Content starts

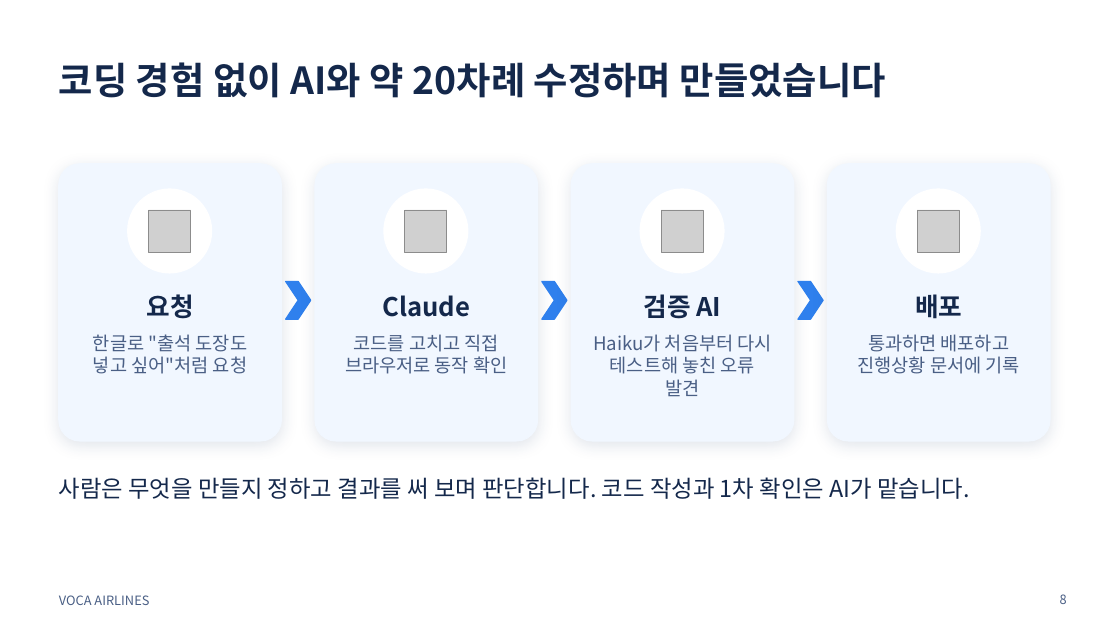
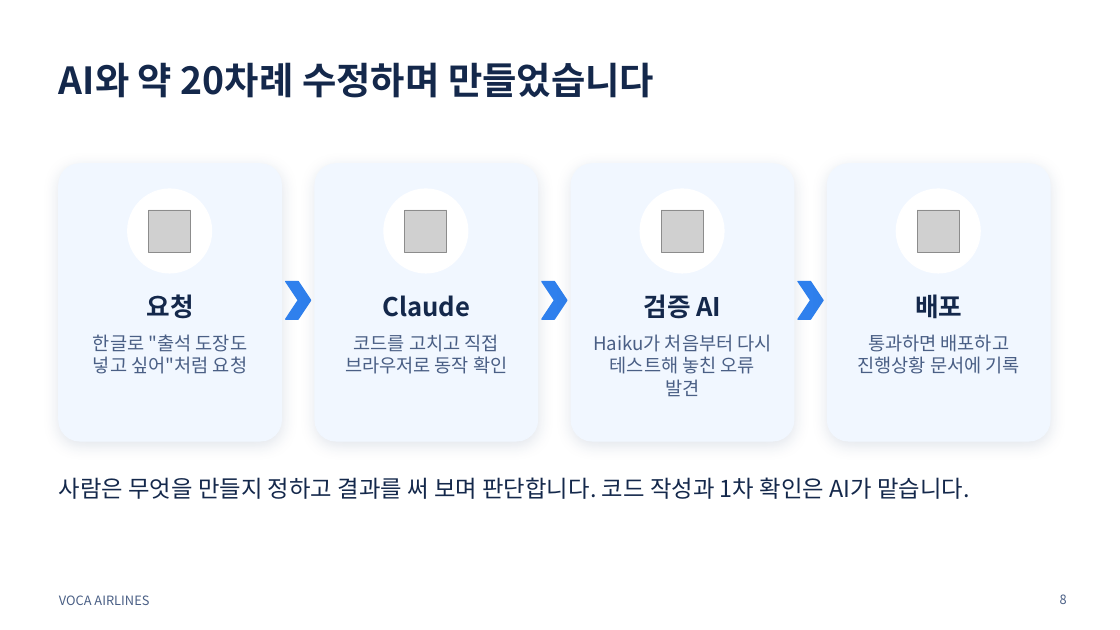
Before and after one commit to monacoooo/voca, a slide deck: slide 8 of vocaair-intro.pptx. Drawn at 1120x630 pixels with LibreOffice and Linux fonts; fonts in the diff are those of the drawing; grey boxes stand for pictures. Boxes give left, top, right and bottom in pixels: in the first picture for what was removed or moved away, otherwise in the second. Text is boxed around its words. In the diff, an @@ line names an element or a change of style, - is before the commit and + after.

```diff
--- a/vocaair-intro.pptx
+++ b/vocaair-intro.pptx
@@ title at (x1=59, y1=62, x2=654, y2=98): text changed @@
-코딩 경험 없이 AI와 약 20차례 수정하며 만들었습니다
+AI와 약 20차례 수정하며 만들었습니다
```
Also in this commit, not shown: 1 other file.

Content ends

§ Requirement
Take from the listing above each line containing "commit".

§ Problem solution
Before and after one commit to monacoooo/voca, a slide deck: slide 8 of vocaair-intro.pptx. Drawn at 1120x630 pixels with LibreOffice and Linux fonts; fonts in the diff are those of the drawing; grey boxes stand for pictures. Boxes give left, top, right and bottom in pixels: in the first picture for what was removed or moved away, otherwise in the second. Text is boxed around its words. In the diff, an @@ line names an element or a change of style, - is before the commit and + after.
Also in this commit, not shown: 1 other file.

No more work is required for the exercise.